今天,随着物资的丰富,还有满世界的“天网”,眼见着数千年的小偷职业日渐消亡了。各类私家小轿车,摩托车,电动自行车,代替了当年的自行车,让人们的出行变得更加舒适和惬意了。我们小城,城乡都通了公交车,高龄老人还有免费乘坐证。为了解决城乡交通的“最后一公里”难题,很多的集散场所,小区道旁,都配上了排排共享单车,若有需求,任何人都可随骑随取。想不到啊,当年是一车难求,现在自行车却变得如此的平易近人了。
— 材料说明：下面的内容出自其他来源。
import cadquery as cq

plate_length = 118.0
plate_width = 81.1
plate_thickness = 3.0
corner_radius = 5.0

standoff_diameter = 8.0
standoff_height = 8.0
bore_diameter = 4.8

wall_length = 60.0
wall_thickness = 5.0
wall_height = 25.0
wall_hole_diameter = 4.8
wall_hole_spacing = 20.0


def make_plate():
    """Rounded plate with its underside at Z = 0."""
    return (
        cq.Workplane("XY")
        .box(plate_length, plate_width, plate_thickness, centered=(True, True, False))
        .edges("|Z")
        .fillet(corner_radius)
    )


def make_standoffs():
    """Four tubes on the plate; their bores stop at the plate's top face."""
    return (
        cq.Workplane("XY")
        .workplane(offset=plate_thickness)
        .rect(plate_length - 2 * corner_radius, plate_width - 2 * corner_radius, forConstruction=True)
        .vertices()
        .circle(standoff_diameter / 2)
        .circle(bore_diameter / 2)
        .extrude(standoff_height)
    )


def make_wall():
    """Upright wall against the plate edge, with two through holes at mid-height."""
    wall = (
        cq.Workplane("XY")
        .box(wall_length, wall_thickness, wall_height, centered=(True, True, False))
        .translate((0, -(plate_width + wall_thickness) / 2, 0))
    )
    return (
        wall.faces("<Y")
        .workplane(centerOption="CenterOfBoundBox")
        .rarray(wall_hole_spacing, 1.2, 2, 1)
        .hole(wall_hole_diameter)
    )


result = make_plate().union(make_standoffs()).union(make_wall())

我常常感叹:社会真的越来越好了,幸福感越来越强了,我们这一辈是先苦后甜啊!
但是,作为那个年代过来的人,还有着难以割舍的“自行车”情结。虽然也有了私家车,我也有多年的驾龄,但是,没特殊情况,又不出远门时,我和夫人仍喜欢骑自行车。那辆旧车已骑了二十多年,随我们搬家两次了。每次搬家,别的东西都舍得扔,就是那辆旧车我们一直舍不得。我还经常给它溜点油,擦巴擦巴整饬整饬。遇到雨天,还想法给它找个避雨的地方。孩子们早就建议我们扔了吧,并开玩笑说:“要不把那辆自行车送到原厂,说不定还能给你们颁发'爱车奖’哩!”我说:“骑车怎么啦?不烧油不耗电的,停车不要钱,还锻炼身体,有什么不好?”夫人更是心静如水,话中还似有禅意:“生活是变好了,但人啊,要懂得惜福!”
现在,我们每天去商场超市,买来蔬菜水果,油盐酱醋,还是骑着当年的那辆自行车。哦!有时是推着的。